How do you write on this app? I can't figure it out on how to join a conversation! I'm new to this and completely lost help!

alankay
03-01-2013, 06:54 AM
Yep, used to shake like a leaf for speeches, etc, but started atenolol along with valium for speeches and got desensitized to them. They are not easy but I can do them now with less of the meds. Are you on atenolol or propranolol(these 2 are the most popular)? I am very self concious as well but since going to prozac 20mg have not this decrease so did my social anxiety then. Ask about these(a daily ssri and add some valium for presentations as well as a higher dose of the beat blocker and then slowly lower the doses). PM me anytime at all. Alankay.

scottishbabe_fe
04-29-2013, 05:53 AM
thanks for the reponse Alan

I recently completed my 3 month course of CBT...and got worse (anyone heard of this after CBT making u worse not better?) - in the last month, my anxiety seems to have gone from social to general - everything seems to make me anxious these days...plus i had run out of proponol so i guess that wasnt helping it! I finally went to Dr's on friday and he has has prescribed me new tabs of proponol..and Flouxetine - 20mg. SO i am to take proponol twice a day and flouxetine once a day. started on saturday and not noticed any effects yet but i know it takes time to build up - i have never been on any anti depressant medicines before so was a bit sceptical but I am going to stick with it as the Dr says it will help the anxiety...here's hoping!!

willv91
05-13-2013, 04:15 PM
thanks for the reponse Alan

I recently completed my 3 month course of CBT...and got worse (anyone heard of this after CBT making u worse not better?) - in the last month, my anxiety seems to have gone from social to general - everything seems to make me anxious these days...plus i had run out of proponol so i guess that wasnt helping it! I finally went to Dr's on friday and he has has prescribed me new tabs of proponol..and Flouxetine - 20mg. SO i am to take proponol twice a day and flouxetine once a day. started on saturday and not noticed any effects yet but i know it takes time to build up - i have never been on any anti depressant medicines before so was a bit sceptical but I am going to stick with it as the Dr says it will help the anxiety...here's hoping!!

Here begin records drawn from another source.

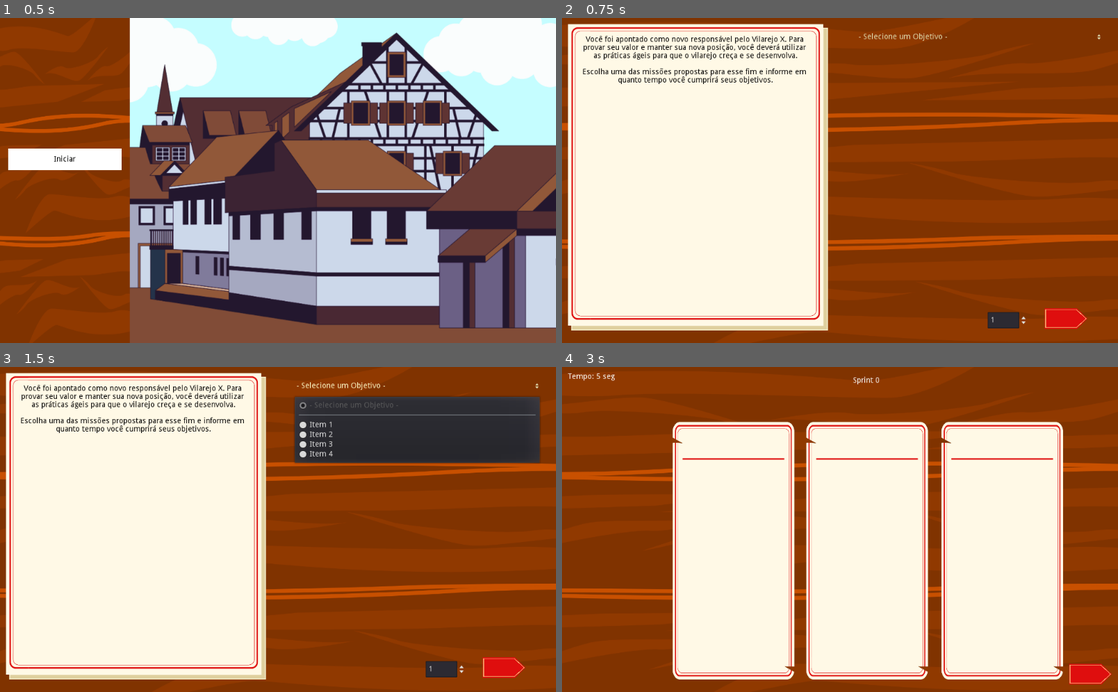
Above: before the commit, frames 1-4 (two rows, left to right).
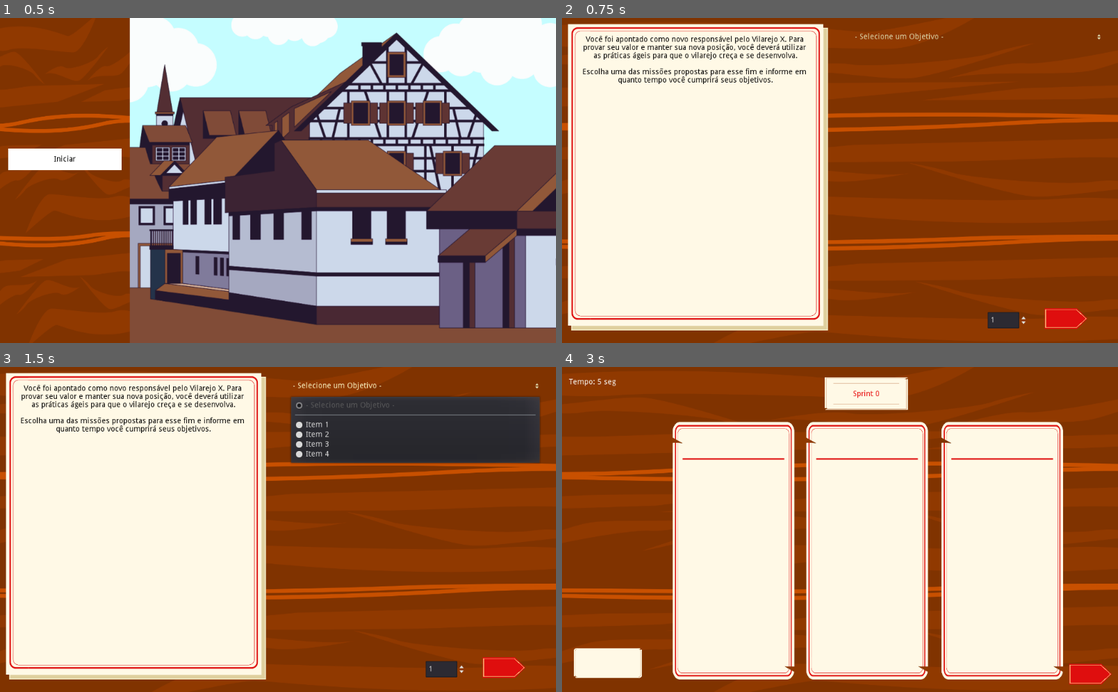
Above: after the commit, the same moments.

Repository: Gebp/TCC
Game: Godot game, scene res://Telas/1-MenuInicial.tscn
Same seed, same stepped clock (60 frames per second), same inputs: the game is played once before the commit and once after it.
Inputs (mouse positions are in pixels of both pictures, inside the frame that each line leads up to):
- Up to frame 1 (0.5 s): no input
- Up to frame 2 (0.75 s): click (628, 161) at 0.5 s
- Up to frame 3 (1.5 s): click "- Selecione um Objetivo -" at 1.25 s
- Up to frame 4 (3 s): click (1067, 666) at 2 s; click (1067, 666) at 2.75 s

Frame 1 is identical in both runs. In frame 2, 0.2% of the frame differs, in the area x 52-70%, y 4-8%; in frame 3, 0.7%; in frame 4, 2.8%, in the area x 1-63%, y 1-96%.

Commit message:
Campos e 1º evento aleatorio
Alguns campos estão funcionando

Há uma barra de energia

O evento aleatório que altera a quantidade total de energia está em funcionamento

Diff:
--- /dev/null
+++ b/Agile_Vilage/Scripts/Btn_scripts/btn_campos.gd
@@ -0,0 +1,37 @@
+extends Node
+
+var r = RandomNumberGenerator.new()
+
+# Função para deixar os ganhos de maeriasi de forma randômica, replicado para todos os tipo
+func randomizar_ganhos() -> int:
+	r.randomize()
+	return int(r.randf_range(1, 3))
+
+func reduzir_energia():
+	GlobalVar.energia -= 1
+	$Menu_lateral/EnergiaBar.value = GlobalVar.energia
+	$Menu_lateral/Energia.text = str(GlobalVar.energia) + '/' + str(GlobalVar.limite_energia)
+
+func _on_BtnMadeira_pressed():
+	if GlobalVar.energia >0:
+		GlobalVar.madeira += randomizar_ganhos()
+		$Menu_lateral/Madeira.text = 'Madeira: ' + str(GlobalVar.madeira)
+		reduzir_energia()
+
+func _on_BtnPedra_pressed():
+	if GlobalVar.energia >0:
+		GlobalVar.pedra += randomizar_ganhos()
+		$Menu_lateral/Pedra.text = 'Pedra: ' + str(GlobalVar.pedra)
+		reduzir_energia()
+
+func _on_BtnAreia_pressed():
+	if GlobalVar.energia >0:
+		GlobalVar.areia += randomizar_ganhos()
+		$Menu_lateral/Areia.text = 'Areia: ' + str(GlobalVar.areia)
+		reduzir_energia()
+
+func _on_BtnMinerais_pressed():
+	if GlobalVar.energia >0:
+		GlobalVar.minerais += randomizar_ganhos()
+		$Menu_lateral/Minerais.text = 'Madeira: ' + str(GlobalVar.minerais)
+		reduzir_energia()
--- a/Agile_Vilage/Scripts/Btn_scripts/btn_p4.gd
+++ b/Agile_Vilage/Scripts/Btn_scripts/btn_p4.gd
@@ -3,6 +3,7 @@
 func _on_Continuar_pressed():
 	if GlobalVar.dia < 4:
 		GlobalVar.dia += 1
+		GlobalVar.energia = GlobalVar.limite_energia
 		get_tree().change_scene("res://Telas/4-Execucao.tscn")
 	elif GlobalVar.sprint == GlobalVar.qtd_sprint:
 		get_tree().change_scene("res://Telas/5-Resultado.tscn")
--- a/Agile_Vilage/Scripts/Btn_scripts/btn_p5.gd
+++ b/Agile_Vilage/Scripts/Btn_scripts/btn_p5.gd
@@ -5,4 +5,10 @@
 	GlobalVar.qtd_sprint = 1
 	GlobalVar.sprint = 0
 	GlobalVar.dia = 1
+	GlobalVar.limite_energia = 10
+	GlobalVar.energia = 10
+	GlobalVar.madeira = 0
+	GlobalVar.pedra = 0
+	GlobalVar.areia = 0
+	GlobalVar.minerais = 0
 	get_tree().change_scene("res://Telas/1-MenuInicial.tscn")
--- a/Agile_Vilage/Scripts/Singleton/global_var.gd
+++ b/Agile_Vilage/Scripts/Singleton/global_var.gd
@@ -1,5 +1,14 @@
 extends Node2D
 
+# Contadores e validadores de tempo
 var qtd_sprint = 1
 var sprint = 0
 var dia = 1
+
+# Contadores de recursos
+var limite_energia = 10
+var energia = 10
+var madeira = 0
+var pedra = 0
+var areia = 0
+var minerais = 0
--- a/Agile_Vilage/Scripts/menu_execucao.gd
+++ b/Agile_Vilage/Scripts/menu_execucao.gd
@@ -5,19 +5,25 @@
 func _ready():
 	$Tempo_exec.text = 'Tempo: ' + str(tempo) + ' seg'
 	$Dia.text = 'Dia: ' + str(GlobalVar.dia)
+	GlobalVar.energia = GlobalVar.limite_energia
+	$Energia.text = str(GlobalVar.energia) + '/' + str(GlobalVar.limite_energia)
+	$Madeira.text = 'Madeira: ' + str(GlobalVar.madeira)
+	$Pedra.text = 'Pedra: ' + str(GlobalVar.pedra)
+	$Areia.text = 'Areia: ' + str(GlobalVar.areia)
+	$Minerais.text = 'Minerais: ' + str(GlobalVar.minerais)
+	$EnergiaBar.max_value = GlobalVar.limite_energia
+	$EnergiaBar.value = GlobalVar.limite_energia
 
 func _on_T_exec_timeout():
 	if tempo > 0:
 		tempo -= 1
 		$Tempo_exec.text = 'Tempo: ' + str(tempo) + ' seg'
 	if tempo == 0 and GlobalVar.dia < 4:
-		tempo = 5
 		GlobalVar.dia += 1
-		$Tempo_exec.text = 'Tempo: ' + str(tempo) + ' seg'
-		$Dia.text = 'Dia: ' + str(GlobalVar.dia)
+		get_tree().change_scene("res://Telas/4-Execucao.tscn")
 	elif tempo == 0 and GlobalVar.dia == 4:
 		GlobalVar.sprint += 1
-		if GlobalVar.sprint == GlobalVar.qtd_sprint:
+		if GlobalVar.sprint == GlobalVar.qtd_sprint+1:
 			get_tree().change_scene("res://Telas/5-Resultado.tscn")
 		else:
 			GlobalVar.dia = 1
--- /dev/null
+++ b/Agile_Vilage/Scripts/plan.gd
@@ -0,0 +1 @@
+extends Node
--- /dev/null
+++ b/Agile_Vilage/Scripts/rdn_events.gd
@@ -0,0 +1,46 @@
+extends Node2D
+
+var r = RandomNumberGenerator.new()
+# Probabilidade de um evento bo ocorrer
+var re_b = RandomNumberGenerator.new()
+# probabilidade de um evento ruim ocorrer
+var re_o = RandomNumberGenerator.new()
+
+# nivel de alteração da energia
+var re_e = RandomNumberGenerator.new()
+
+func _ready():
+	# Condição para a sprint 0 ser a mais ideal possível
+	if GlobalVar.sprint > 0:
+		eventos()
+
+# Conforme a aquantidade de sprint
+# a probabilidade de um evento aleatório ocorrer será maior
+func prob_random():
+	r.randomize()
+	if GlobalVar.sprint >= 1 and GlobalVar.sprint < 3:
+		return int(r.randf_range(1, 50))
+	elif GlobalVar.sprint >= 3 and GlobalVar.sprint < 6:
+		return int(r.randf_range(1, 75))
+	elif GlobalVar.sprint >= 6 and GlobalVar.sprint < 11:
+		return int(r.randf_range(1, 100))
+	else:
+		return int(r.randf_range(1, 500))
+
+func energia_random():
+	re_e.randomize()
+	return int(re_e.randf_range(1, 5))
+
+# Função dos eventos aleatórios
+func eventos():
+	re_o = prob_random()
+	# eventos negativos
+	if re_o >= 45:
+		GlobalVar.limite_energia -= energia_random()
+		if GlobalVar.limite_energia <= 0:
+			GlobalVar.limite_energia = 1
+
+	re_b = prob_random()
+	# eventos positivos
+	if re_b >= 45:
+		GlobalVar.limite_energia += energia_random()
--- a/Agile_Vilage/Telas/2-SelecionarObjetivo.tscn
+++ b/Agile_Vilage/Telas/2-SelecionarObjetivo.tscn
@@ -63,18 +63,6 @@
 [node name="Seletor_obj" type="CanvasLayer" parent="."]
 script = ExtResource( 4 )
 
-[node name="ListaObj" type="OptionButton" parent="Seletor_obj"]
-modulate = Color( 1, 0.980392, 0.796078, 1 )
-margin_left = 540.0
-margin_top = 19.0
-margin_right = 997.0
-margin_bottom = 52.0
-text = "- Selecione o Objetivo -"
-flat = true
-__meta__ = {
-"_edit_lock_": true
-}
-
 [node name="QtdSprint" type="SpinBox" parent="Seletor_obj"]
 margin_left = 784.0
 margin_top = 543.0
@@ -93,10 +81,22 @@
 "_edit_lock_": true
 }
 
+[node name="ListaObj" type="OptionButton" parent="Seletor_obj"]
+modulate = Color( 1, 0.980392, 0.796078, 1 )
+margin_left = 533.0
+margin_top = 19.0
+margin_right = 997.0
+margin_bottom = 52.0
+text = "- Selecione o Objetivo -"
+flat = true
+__meta__ = {
+"_edit_lock_": true
+}
+
+[connection signal="pressed" from="Iniciar_proj" to="Iniciar_proj" method="_on_TextureButton_pressed"]
 [connection signal="pressed" from="Iniciar_proj" to="Iniciar_proj" method="_on_Iniciar_proj_pressed"]
-[connection signal="pressed" from="Iniciar_proj" to="Iniciar_proj" method="_on_TextureButton_pressed"]
 [connection signal="pressed" from="Iniciar_proj" to="Iniciar_proj" method="_on_Reiniciar_pressed"]
+[connection signal="changed" from="Seletor_obj/QtdSprint" to="Seletor_obj" method="_on_QtdSprint_changed"]
+[connection signal="value_changed" from="Seletor_obj/QtdSprint" to="Seletor_obj" method="_on_QtdSprint_value_changed"]
 [connection signal="item_selected" from="Seletor_obj/ListaObj" to="Seletor_obj" method="_on_ListaObj_item_selected"]
 [connection signal="item_selected" from="Seletor_obj/ListaObj" to="Seletor_obj/ListaObj" method="_on_ListaObj_item_selected"]
-[connection signal="changed" from="Seletor_obj/QtdSprint" to="Seletor_obj" method="_on_QtdSprint_changed"]
-[connection signal="value_changed" from="Seletor_obj/QtdSprint" to="Seletor_obj" method="_on_QtdSprint_value_changed"]
--- a/Agile_Vilage/Telas/3-Planejamento.tscn
+++ b/Agile_Vilage/Telas/3-Planejamento.tscn
@@ -1,15 +1,22 @@
-[gd_scene load_steps=7 format=2]
+[gd_scene load_steps=11 format=2]
 
 [ext_resource path="res://Imagens/Background/Mesa.png" type="Texture" id=1]
 [ext_resource path="res://Imagens/Cards/QuadroKanban.png" type="Texture" id=2]
 [ext_resource path="res://Imagens/Btns/Botao_prox.png" type="Texture" id=3]
 [ext_resource path="res://Scripts/Btn_scripts/btn_p3.gd" type="Script" id=4]
 [ext_resource path="res://Scripts/menu_plan.gd" type="Script" id=5]
+[ext_resource path="res://Imagens/Cards/Info.png" type="Texture" id=6]
+[ext_resource path="res://Imagens/Cards/TaskCard.png" type="Texture" id=7]
+[ext_resource path="res://Scripts/plan.gd" type="Script" id=8]
 
 [sub_resource type="RectangleShape2D" id=1]
 extents = Vector2( 110, 231.5 )
 
+[sub_resource type="RectangleShape2D" id=2]
+extents = Vector2( 59.75, 27.75 )
+
 [node name="Planejamento" type="Node2D"]
+script = ExtResource( 8 )
 
 [node name="Background" type="CanvasLayer" parent="."]
 layer = -1
@@ -75,25 +82,44 @@
 script = ExtResource( 5 )
 
 [node name="Tempo_plan" type="Label" parent="Cabecalho"]
-margin_left = 11.0
-margin_top = 6.0
-margin_right = 115.0
-margin_bottom = 31.0
+margin_left = 13.0
+margin_top = 16.0
+margin_right = 117.0
+margin_bottom = 41.0
 text = "Tempo: xx seg"
-valign = 1
-
-[node name="Sprint" type="Label" parent="Cabecalho"]
-margin_left = 482.0
-margin_top = 8.0
-margin_right = 639.0
-margin_bottom = 42.0
-text = "Sprint x"
-align = 1
 valign = 1
 
 [node name="T_plan" type="Timer" parent="Cabecalho"]
 autostart = true
 
+[node name="Info" type="Sprite" parent="Cabecalho"]
+position = Vector2( 560, 49 )
+scale = Vector2( 0.244822, 0.164358 )
+texture = ExtResource( 6 )
+
+[node name="Sprint" type="Label" parent="Cabecalho"]
+modulate = Color( 0.909804, 0.0117647, 0.0117647, 1 )
+margin_left = 482.0
+margin_top = 33.0
+margin_right = 639.0
+margin_bottom = 67.0
+text = "Sprint x"
+align = 1
+valign = 1
+
+[node name="KinematicBody2D" type="KinematicBody2D" parent="."]
+collision_layer = 2
+input_pickable = true
+
+[node name="CollisionShape2D" type="CollisionShape2D" parent="KinematicBody2D"]
+position = Vector2( 82, 547 )
+shape = SubResource( 2 )
+
+[node name="TaskCard" type="Sprite" parent="KinematicBody2D/CollisionShape2D"]
+position = Vector2( 2.375, -0.75 )
+scale = Vector2( 0.200233, 0.152455 )
+texture = ExtResource( 7 )
+
 [connection signal="pressed" from="Executar" to="Executar" method="_on_TextureButton_pressed"]
 [connection signal="pressed" from="Executar" to="Executar" method="_on_Executar_pressed"]
 [connection signal="pressed" from="Executar" to="Executar" method="_on_Reiniciar_pressed"]
--- a/Agile_Vilage/Telas/4-Execucao.tscn
+++ b/Agile_Vilage/Telas/4-Execucao.tscn
@@ -1,15 +1,33 @@
-[gd_scene load_steps=7 format=2]
+[gd_scene load_steps=11 format=2]
 
 [ext_resource path="res://Imagens/Background/mapa.jpg" type="Texture" id=1]
 [ext_resource path="res://Imagens/Background/Mesa.png" type="Texture" id=2]
 [ext_resource path="res://Imagens/Btns/Botao_prox.png" type="Texture" id=3]
 [ext_resource path="res://Scripts/Btn_scripts/btn_p4.gd" type="Script" id=4]
 [ext_resource path="res://Scripts/menu_execucao.gd" type="Script" id=5]
+[ext_resource path="res://Scripts/Btn_scripts/btn_campos.gd" type="Script" id=6]
+[ext_resource path="res://Scripts/rdn_events.gd" type="Script" id=7]
 
 [sub_resource type="RectangleShape2D" id=1]
 extents = Vector2( 66, 308 )
 
+[sub_resource type="StyleBoxFlat" id=2]
+bg_color = Color( 0, 1, 0.960784, 1 )
+border_blend = true
+corner_radius_top_left = 5
+corner_radius_top_right = 5
+corner_radius_bottom_right = 5
+corner_radius_bottom_left = 5
+
+[sub_resource type="StyleBoxFlat" id=3]
+bg_color = Color( 0.482353, 0.34902, 0, 1 )
+corner_radius_top_left = 5
+corner_radius_top_right = 5
+corner_radius_bottom_right = 5
+corner_radius_bottom_left = 5
+
 [node name="Execucao" type="Node2D"]
+script = ExtResource( 7 )
 
 [node name="Background" type="CanvasLayer" parent="."]
 layer = -1
@@ -30,6 +48,9 @@
 [node name="CollisionPolygon2D" type="CollisionShape2D" parent="Area2D"]
 position = Vector2( 56, 298 )
 shape = SubResource( 1 )
+__meta__ = {
+"_edit_lock_": true
+}
 
 [node name="Mesa" type="Sprite" parent="Area2D/CollisionPolygon2D"]
 position = Vector2( 4, 1 )
@@ -39,26 +60,145 @@
 "_edit_lock_": true
 }
 
-[node name="Menu_lateral" type="CanvasLayer" parent="."]
+[node name="Campos" type="CanvasLayer" parent="."]
+script = ExtResource( 6 )
+
+[node name="Menu_lateral" type="CanvasLayer" parent="Campos"]
 script = ExtResource( 5 )
 
-[node name="Tempo_exec" type="Label" parent="Menu_lateral"]
-margin_left = 12.0
-margin_top = 48.0
-margin_right = 116.0
-margin_bottom = 73.0
+[node name="Tempo_exec" type="Label" parent="Campos/Menu_lateral"]
+margin_left = 10.0
+margin_top = 50.0
+margin_right = 120.0
+margin_bottom = 70.0
 text = "Tempo: xx seg"
 valign = 1
 
-[node name="Dia" type="Label" parent="Menu_lateral"]
-margin_left = 13.0
+[node name="Dia" type="Label" parent="Campos/Menu_lateral"]
+margin_left = 10.0
 margin_top = 20.0
 margin_right = 115.0
-margin_bottom = 42.0
+margin_bottom = 40.0
 text = "Dia: x"
-
-[node name="T_exec" type="Timer" parent="Menu_lateral"]
+valign = 1
+
+[node name="T_exec" type="Timer" parent="Campos/Menu_lateral"]
 autostart = true
+
+[node name="ErnesrgiaText" type="Label" parent="Campos/Menu_lateral"]
+margin_left = 10.0
+margin_top = 85.0
+margin_right = 113.0
+margin_bottom = 99.0
+rect_pivot_offset = Vector2( -115, 211 )
+text = "Energia:"
+
+[node name="EnergiaBar" type="ProgressBar" parent="Campos/Menu_lateral"]
+modulate = Color( 0.858824, 0.458824, 0.235294, 1 )
+margin_left = 5.0
+margin_top = 102.0
+margin_right = 123.0
+margin_bottom = 126.0
+custom_styles/fg = SubResource( 2 )
+custom_styles/bg = SubResource( 3 )
+max_value = 10.0
+step = 1.0
+rounded = true
+percent_visible = false
+
+[node name="Energia" type="Label" parent="Campos/Menu_lateral"]
+margin_left = 14.0
+margin_top = 108.0
+margin_right = 115.0
+margin_bottom = 122.0
+rect_pivot_offset = Vector2( -115, 211 )
+text = "xx/xx"
+align = 1
+valign = 1
+
+[node name="Materiais" type="Label" parent="Campos/Menu_lateral"]
+margin_left = 10.0
+margin_top = 138.0
+margin_right = 113.0
+margin_bottom = 152.0
+rect_pivot_offset = Vector2( -115, 211 )
+text = "Materiais"
+align = 1
+valign = 1
+
+[node name="Madeira" type="Label" parent="Campos/Menu_lateral"]
+margin_left = 10.0
+margin_top = 171.0
+margin_right = 110.0
+margin_bottom = 185.0
+rect_pivot_offset = Vector2( -115, 211 )
+text = "Madeira: xx"
+
+[node name="Pedra" type="Label" parent="Campos/Menu_lateral"]
+margin_left = 10.0
+margin_top = 197.0
+margin_right = 110.0
+margin_bottom = 211.0
+rect_pivot_offset = Vector2( -115, 211 )
+text = "Pedra: xx"
+
+[node name="Areia" type="Label" parent="Campos/Menu_lateral"]
+margin_left = 10.0
+margin_top = 221.0
+margin_right = 110.0
+margin_bottom = 235.0
+rect_pivot_offset = Vector2( -115, 211 )
+text = "Areia: xx"
+
+[node name="Minerais" type="Label" parent="Campos/Menu_lateral"]
+margin_left = 10.0
+margin_top = 246.0
+margin_right = 110.0
+margin_bottom = 260.0
+rect_pivot_offset = Vector2( -115, 211 )
+text = "Minerais: xx"
+
+[node name="Label7" type="Label" parent="Campos/Menu_lateral"]
+visible = false
+margin_right = 40.0
+margin_bottom = 14.0
+rect_pivot_offset = Vector2( -115, 211 )
+
+[node name="Label8" type="Label" parent="Campos/Menu_lateral"]
+visible = false
+margin_right = 40.0
+margin_bottom = 14.0
+rect_pivot_offset = Vector2( -115, 211 )
+
+[node name="Label9" type="Label" parent="Campos/Menu_lateral"]
+visible = false
+margin_right = 40.0
+margin_bottom = 14.0
+rect_pivot_offset = Vector2( -115, 211 )
+
+[node name="BtnMadeira" type="TextureButton" parent="Campos"]
+margin_left = 163.0
+margin_top = 226.0
+margin_right = 383.0
+margin_bottom = 395.0
+
+[node name="BtnPedra" type="TextureButton" parent="Campos"]
+margin_left = 604.0
+margin_top = 77.0
+margin_right = 753.0
+margin_bottom = 151.0
+
+[node name="BtnAreia" type="TextureButton" parent="Campos"]
+margin_left = 884.0
+margin_top = 114.0
+margin_right = 1030.0
+margin_bottom = 382.0
+
+[node name="BtnMinerais" type="TextureButton" parent="Campos"]
+margin_left = 725.0
+margin_top = 254.0
+margin_right = 787.0
+margin_bottom = 301.0
 
 [node name="Continuar" type="TextureButton" parent="."]
 margin_left = 935.0
@@ -72,8 +212,12 @@
 scale = Vector2( 0.180131, 0.199761 )
 texture = ExtResource( 3 )
 
-[connection signal="timeout" from="Menu_lateral/T_exec" to="Menu_lateral" method="_on_Timer_timeout"]
-[connection signal="timeout" from="Menu_lateral/T_exec" to="Menu_lateral" method="_on_T_exec_timeout"]
+[connection signal="timeout" from="Campos/Menu_lateral/T_exec" to="Campos/Menu_lateral" method="_on_T_exec_timeout"]
+[connection signal="timeout" from="Campos/Menu_lateral/T_exec" to="Campos/Menu_lateral" method="_on_Timer_timeout"]
+[connection signal="pressed" from="Campos/BtnMadeira" to="Campos" method="_on_BtnMadeira_pressed"]
+[connection signal="pressed" from="Campos/BtnPedra" to="Campos" method="_on_BtnPedra_pressed"]
+[connection signal="pressed" from="Campos/BtnAreia" to="Campos" method="_on_BtnAreia_pressed"]
+[connection signal="pressed" from="Campos/BtnMinerais" to="Campos" method="_on_BtnMinerais_pressed"]
 [connection signal="pressed" from="Continuar" to="Continuar" method="_on_TextureButton_pressed"]
 [connection signal="pressed" from="Continuar" to="Continuar" method="_on_Continuar_pressed"]
 [connection signal="pressed" from="Continuar" to="Continuar" method="_on_Reiniciar_pressed"]
Not shown: 1 places in Agile_Vilage/Telas/1-MenuInicial.tscn that only renumber resources

I found that CBT did not work for me and I have got worse since having it. Quite a lot worse. It's a shame as I have heard great things about CBT but for me it made no difference.

Will.

scottishbabe_fe
05-15-2013, 05:43 AM
I found that CBT did not work for me and I have got worse since having it. Quite a lot worse. It's a shame as I have heard great things about CBT but for me it made no difference.

Will.

i wonder why this is though...why does it help some people and not others? and why has it made us worse...it was going over thought process / situations / logic - things we alreasy knew...or were we made more aware of it at CBT and thats made it worse? interesting to find out why.

mid
05-19-2013, 08:41 AM
Cognitive Behavior Therapy Treatment Plans are definitely not one size fits all. It is difficult to explain to someone how feeling worse is part of the process, especially since we are geared up to feeling better. I'm in long-term CBT treatment, and it has definitely improved my ability to manage normal daily living activities, no matter what my anxiety levels spike to for whatever reasons. When I started, I also did a journal to help me see the changes in the anxiety effect. Where keeping a journal helps with this sometimes painful process towards healing is to remind me of what works when and where and with whom. The better I get at handling one type of trigger, another pops up elsewhere, thus setting off another range of emotional physical symptoms. The more I move physically when the acute spikes of anxiety overwhelm me, the faster I reach my comfort zone. That is where the CBT is effective in my case. I do hope this helps.